You can route requests to different presets based on the complexity or importance of each task. This pattern lets you reserve expensive models for critical work while using cheaper alternatives for simpler queries:

<?php

use Cognesy\Messages\Messages;
use Cognesy\Polyglot\Inference\Inference;

class CostAwareRouter {
    private array $tiers = [
        'low'    => ['preset' => 'ollama',  'model' => 'llama3'],
        'medium' => ['preset' => 'mistral', 'model' => 'mistral-small-latest'],
        'high'   => ['preset' => 'openai',  'model' => 'gpt-4.1'],
    ];

    public function ask(string $question, string $tier = 'medium'): string {
        $provider = $this->tiers[$tier] ?? $this->tiers['medium'];

        return Inference::using($provider['preset'])
            ->with(messages: Messages::fromString($question), model: $provider['model'])
            ->get();
    }
}

$router = new CostAwareRouter();

// Simple question -- use low-cost tier
echo $router->ask('What is 2+2?', 'low');

// Moderate complexity -- use medium tier
echo $router->ask('Explain monads in simple terms.', 'medium');

// High-stakes analysis -- use premium tier
echo $router->ask('Analyze the ethical implications of AI in healthcare.', 'high');

Task-Based Provider Selection

Different providers may excel at different tasks. You can map task types to the most appropriate preset, routing creative writing to one model and code generation to another:

<?php

use Cognesy\Messages\Messages;
use Cognesy\Polyglot\Inference\Inference;

class TaskRouter {
    private array $routes = [
        'creative' => 'anthropic',
        'factual'  => 'openai',
        'code'     => 'gemini',
        'default'  => 'openai',
    ];

    public function ask(string $question, string $taskType = 'default'): string {
        $preset = $this->routes[$taskType] ?? $this->routes['default'];

        return Inference::using($preset)
            ->withMessages(Messages::fromString($question))
            ->get();
    }
}

$router = new TaskRouter();

echo $router->ask('Write a short poem about the ocean.', 'creative');
echo $router->ask('What is the capital of France?', 'factual');
echo $router->ask('Write a PHP function to reverse a string.', 'code');

Tip: You can combine cost-aware and task-based routing. For example, use a cheap local model for simple factual lookups but route complex creative tasks to a premium cloud provider.
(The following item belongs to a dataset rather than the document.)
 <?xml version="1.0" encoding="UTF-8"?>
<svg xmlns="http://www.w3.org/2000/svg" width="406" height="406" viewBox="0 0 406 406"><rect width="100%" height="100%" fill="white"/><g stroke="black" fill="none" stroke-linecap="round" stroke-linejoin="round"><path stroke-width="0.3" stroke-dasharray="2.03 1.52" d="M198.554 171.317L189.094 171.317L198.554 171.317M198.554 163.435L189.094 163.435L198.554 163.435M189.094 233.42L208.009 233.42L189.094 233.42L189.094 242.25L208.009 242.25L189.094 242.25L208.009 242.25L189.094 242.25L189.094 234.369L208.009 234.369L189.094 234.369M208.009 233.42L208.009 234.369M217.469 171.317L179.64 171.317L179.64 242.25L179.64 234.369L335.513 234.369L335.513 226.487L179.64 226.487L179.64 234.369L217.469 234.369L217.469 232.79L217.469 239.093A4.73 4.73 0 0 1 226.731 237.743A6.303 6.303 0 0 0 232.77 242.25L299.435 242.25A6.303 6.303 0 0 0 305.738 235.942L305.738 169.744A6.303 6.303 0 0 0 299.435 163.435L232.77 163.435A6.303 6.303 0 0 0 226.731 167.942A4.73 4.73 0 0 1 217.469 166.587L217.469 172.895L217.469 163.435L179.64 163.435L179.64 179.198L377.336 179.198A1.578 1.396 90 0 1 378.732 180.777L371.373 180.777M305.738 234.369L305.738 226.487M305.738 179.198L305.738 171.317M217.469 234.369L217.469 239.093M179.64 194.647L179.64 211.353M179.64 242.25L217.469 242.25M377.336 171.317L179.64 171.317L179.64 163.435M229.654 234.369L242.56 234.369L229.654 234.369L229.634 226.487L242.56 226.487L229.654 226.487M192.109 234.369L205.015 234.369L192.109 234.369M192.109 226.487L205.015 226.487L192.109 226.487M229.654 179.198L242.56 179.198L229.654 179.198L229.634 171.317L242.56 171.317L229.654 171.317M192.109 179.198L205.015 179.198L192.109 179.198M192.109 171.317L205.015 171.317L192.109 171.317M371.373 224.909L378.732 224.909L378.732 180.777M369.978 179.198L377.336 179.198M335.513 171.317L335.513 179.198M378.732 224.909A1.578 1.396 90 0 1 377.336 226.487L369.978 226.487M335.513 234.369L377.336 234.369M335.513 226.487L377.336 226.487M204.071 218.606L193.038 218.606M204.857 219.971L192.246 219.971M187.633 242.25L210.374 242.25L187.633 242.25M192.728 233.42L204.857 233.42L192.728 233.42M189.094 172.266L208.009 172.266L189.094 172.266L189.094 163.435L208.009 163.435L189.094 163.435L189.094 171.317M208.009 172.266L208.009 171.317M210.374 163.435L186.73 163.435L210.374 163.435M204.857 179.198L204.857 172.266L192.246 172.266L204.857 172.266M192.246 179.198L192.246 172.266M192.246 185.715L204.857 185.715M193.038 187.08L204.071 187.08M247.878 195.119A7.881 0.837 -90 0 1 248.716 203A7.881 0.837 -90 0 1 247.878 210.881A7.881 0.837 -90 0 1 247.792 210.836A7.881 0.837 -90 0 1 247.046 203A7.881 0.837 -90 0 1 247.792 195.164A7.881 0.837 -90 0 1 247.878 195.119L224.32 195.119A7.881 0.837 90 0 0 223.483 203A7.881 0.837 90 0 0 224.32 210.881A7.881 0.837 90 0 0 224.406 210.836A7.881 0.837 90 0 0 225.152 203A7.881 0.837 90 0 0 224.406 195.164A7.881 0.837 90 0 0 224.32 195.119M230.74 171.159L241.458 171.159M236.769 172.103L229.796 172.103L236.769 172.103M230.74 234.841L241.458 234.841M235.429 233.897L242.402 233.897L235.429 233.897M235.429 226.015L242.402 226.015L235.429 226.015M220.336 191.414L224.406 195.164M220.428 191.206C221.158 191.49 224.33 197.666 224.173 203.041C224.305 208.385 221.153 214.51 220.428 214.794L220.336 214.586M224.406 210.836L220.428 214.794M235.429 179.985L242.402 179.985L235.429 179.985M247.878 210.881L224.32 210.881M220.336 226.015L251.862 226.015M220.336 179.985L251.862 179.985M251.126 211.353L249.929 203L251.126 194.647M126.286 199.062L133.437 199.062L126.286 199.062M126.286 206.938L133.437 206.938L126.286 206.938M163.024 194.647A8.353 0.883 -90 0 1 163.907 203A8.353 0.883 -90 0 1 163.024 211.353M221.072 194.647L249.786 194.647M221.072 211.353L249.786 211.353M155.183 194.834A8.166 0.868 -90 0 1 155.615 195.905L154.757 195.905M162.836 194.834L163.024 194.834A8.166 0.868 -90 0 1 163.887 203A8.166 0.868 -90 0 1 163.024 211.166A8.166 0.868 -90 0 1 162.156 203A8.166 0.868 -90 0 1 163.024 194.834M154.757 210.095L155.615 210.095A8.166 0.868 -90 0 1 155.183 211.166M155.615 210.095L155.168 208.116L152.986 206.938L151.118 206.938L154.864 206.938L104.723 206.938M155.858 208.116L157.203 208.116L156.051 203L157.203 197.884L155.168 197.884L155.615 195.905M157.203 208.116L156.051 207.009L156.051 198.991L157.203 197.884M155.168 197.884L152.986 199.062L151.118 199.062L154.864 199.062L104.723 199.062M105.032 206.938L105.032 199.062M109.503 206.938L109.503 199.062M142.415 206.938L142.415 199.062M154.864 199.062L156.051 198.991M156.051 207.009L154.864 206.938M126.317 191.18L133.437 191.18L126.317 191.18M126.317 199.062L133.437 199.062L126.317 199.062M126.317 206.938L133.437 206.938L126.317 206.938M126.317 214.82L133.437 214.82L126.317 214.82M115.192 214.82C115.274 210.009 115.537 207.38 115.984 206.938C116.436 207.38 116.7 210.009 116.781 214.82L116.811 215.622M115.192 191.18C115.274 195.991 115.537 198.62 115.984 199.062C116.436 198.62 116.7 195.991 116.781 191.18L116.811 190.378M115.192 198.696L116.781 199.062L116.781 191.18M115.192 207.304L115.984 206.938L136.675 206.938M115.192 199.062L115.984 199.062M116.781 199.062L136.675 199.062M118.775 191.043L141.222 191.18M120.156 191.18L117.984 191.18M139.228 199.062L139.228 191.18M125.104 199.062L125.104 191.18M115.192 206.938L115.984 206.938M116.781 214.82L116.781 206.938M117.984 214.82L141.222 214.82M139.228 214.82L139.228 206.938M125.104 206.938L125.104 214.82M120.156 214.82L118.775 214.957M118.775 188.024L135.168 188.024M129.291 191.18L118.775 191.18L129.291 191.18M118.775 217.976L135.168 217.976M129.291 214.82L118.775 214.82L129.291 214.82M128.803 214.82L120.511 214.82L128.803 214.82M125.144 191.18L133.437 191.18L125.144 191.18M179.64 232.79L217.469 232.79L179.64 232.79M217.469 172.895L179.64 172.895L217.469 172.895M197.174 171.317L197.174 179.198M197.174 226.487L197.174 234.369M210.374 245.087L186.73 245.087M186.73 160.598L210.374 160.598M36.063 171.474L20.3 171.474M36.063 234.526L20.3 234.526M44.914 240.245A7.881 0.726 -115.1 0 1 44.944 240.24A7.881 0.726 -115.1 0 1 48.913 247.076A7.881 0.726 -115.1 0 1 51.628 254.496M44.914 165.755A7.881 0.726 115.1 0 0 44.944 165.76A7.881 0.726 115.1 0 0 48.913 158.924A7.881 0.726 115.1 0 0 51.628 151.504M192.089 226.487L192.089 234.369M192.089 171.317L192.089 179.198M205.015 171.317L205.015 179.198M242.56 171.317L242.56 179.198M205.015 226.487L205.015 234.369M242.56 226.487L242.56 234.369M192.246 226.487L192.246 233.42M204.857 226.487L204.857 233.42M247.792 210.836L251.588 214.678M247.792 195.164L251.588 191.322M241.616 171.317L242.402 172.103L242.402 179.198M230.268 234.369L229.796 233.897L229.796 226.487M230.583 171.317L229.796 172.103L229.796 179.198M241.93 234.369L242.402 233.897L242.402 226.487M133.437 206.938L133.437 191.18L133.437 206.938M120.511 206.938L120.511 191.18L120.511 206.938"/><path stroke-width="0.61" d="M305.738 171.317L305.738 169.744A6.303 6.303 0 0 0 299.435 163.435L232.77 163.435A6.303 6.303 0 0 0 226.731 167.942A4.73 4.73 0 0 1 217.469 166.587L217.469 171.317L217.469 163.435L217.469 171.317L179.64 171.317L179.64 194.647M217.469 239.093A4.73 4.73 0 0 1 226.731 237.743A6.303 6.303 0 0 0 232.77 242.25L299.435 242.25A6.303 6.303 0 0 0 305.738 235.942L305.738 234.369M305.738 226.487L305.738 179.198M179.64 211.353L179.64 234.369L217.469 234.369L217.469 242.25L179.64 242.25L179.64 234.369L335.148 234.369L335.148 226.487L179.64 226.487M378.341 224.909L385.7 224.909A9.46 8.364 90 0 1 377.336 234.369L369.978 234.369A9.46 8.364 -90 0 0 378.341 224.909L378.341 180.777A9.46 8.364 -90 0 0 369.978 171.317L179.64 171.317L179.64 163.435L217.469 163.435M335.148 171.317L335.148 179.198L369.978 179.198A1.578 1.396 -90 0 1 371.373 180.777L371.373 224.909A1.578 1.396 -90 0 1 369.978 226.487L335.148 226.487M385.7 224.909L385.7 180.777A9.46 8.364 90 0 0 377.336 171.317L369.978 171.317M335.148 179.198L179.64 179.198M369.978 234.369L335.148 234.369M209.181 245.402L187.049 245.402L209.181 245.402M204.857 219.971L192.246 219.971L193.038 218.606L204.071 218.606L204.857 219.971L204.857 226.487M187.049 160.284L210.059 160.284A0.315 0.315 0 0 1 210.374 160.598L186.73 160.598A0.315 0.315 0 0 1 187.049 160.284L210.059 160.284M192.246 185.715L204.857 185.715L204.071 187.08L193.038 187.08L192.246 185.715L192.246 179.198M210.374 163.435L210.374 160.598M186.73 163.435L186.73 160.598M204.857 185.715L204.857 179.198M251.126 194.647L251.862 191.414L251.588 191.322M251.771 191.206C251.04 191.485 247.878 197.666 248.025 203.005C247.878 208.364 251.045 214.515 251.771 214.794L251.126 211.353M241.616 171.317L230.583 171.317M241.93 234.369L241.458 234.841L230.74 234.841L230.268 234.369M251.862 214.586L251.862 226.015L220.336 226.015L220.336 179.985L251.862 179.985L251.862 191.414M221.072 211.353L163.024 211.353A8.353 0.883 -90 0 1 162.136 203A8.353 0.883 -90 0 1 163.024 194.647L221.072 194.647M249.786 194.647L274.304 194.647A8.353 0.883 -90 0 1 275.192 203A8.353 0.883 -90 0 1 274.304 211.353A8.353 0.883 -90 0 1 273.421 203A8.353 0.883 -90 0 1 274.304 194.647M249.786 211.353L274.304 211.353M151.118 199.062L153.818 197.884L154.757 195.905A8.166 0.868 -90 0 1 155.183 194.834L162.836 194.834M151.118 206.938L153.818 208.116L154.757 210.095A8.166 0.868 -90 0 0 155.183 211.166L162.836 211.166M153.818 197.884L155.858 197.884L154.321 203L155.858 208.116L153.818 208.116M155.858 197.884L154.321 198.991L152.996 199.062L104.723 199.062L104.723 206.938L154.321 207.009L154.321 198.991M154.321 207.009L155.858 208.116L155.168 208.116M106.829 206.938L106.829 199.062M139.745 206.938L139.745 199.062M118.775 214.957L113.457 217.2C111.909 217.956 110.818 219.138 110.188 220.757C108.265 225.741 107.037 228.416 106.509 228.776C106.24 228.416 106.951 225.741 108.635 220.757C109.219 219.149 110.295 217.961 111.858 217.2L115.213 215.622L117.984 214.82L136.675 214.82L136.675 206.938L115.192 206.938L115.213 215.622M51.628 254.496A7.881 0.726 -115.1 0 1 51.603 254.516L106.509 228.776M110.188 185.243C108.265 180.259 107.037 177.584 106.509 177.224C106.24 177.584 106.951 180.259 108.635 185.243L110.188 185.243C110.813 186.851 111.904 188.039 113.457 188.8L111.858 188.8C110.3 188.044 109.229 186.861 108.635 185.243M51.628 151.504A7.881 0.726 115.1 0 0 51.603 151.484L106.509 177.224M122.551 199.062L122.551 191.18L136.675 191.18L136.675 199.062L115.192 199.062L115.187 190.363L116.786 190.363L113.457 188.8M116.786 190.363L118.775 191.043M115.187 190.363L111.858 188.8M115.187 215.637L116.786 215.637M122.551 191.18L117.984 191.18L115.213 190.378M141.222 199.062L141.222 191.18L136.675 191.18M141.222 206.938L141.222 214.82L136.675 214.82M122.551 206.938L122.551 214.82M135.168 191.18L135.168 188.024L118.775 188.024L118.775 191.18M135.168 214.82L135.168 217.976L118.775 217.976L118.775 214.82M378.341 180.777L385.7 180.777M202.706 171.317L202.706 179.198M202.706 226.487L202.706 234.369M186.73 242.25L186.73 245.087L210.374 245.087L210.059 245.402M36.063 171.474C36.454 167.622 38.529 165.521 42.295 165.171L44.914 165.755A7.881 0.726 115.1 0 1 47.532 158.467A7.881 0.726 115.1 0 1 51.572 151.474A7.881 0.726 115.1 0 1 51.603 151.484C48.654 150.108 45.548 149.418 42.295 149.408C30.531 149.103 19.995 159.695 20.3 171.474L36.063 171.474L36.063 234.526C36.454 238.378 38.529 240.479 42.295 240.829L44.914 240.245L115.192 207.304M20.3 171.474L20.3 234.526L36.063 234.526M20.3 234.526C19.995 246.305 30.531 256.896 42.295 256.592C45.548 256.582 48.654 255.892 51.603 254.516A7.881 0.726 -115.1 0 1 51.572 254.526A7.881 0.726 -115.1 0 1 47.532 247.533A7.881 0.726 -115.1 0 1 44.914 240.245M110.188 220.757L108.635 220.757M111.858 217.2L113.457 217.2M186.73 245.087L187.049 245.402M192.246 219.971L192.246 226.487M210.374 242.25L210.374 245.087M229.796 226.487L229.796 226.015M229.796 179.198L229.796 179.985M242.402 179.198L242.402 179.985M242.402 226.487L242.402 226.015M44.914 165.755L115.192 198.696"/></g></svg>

Reusing an Inference Instance

Each call to Inference::using() loads the preset YAML and builds a new runtime. If you plan to issue many requests against the same provider, create the instance once and reuse it:

<?php

use Cognesy\Messages\Messages;
use Cognesy\Polyglot\Inference\Inference;

$inference = Inference::using('openai');

$answer1 = $inference->withMessages(Messages::fromString('What is PHP?'))->get();
$answer2 = $inference->withMessages(Messages::fromString('What is Laravel?'))->get();

Because Inference uses immutable builder methods (each call returns a new copy), sharing a single instance across concurrent requests is safe.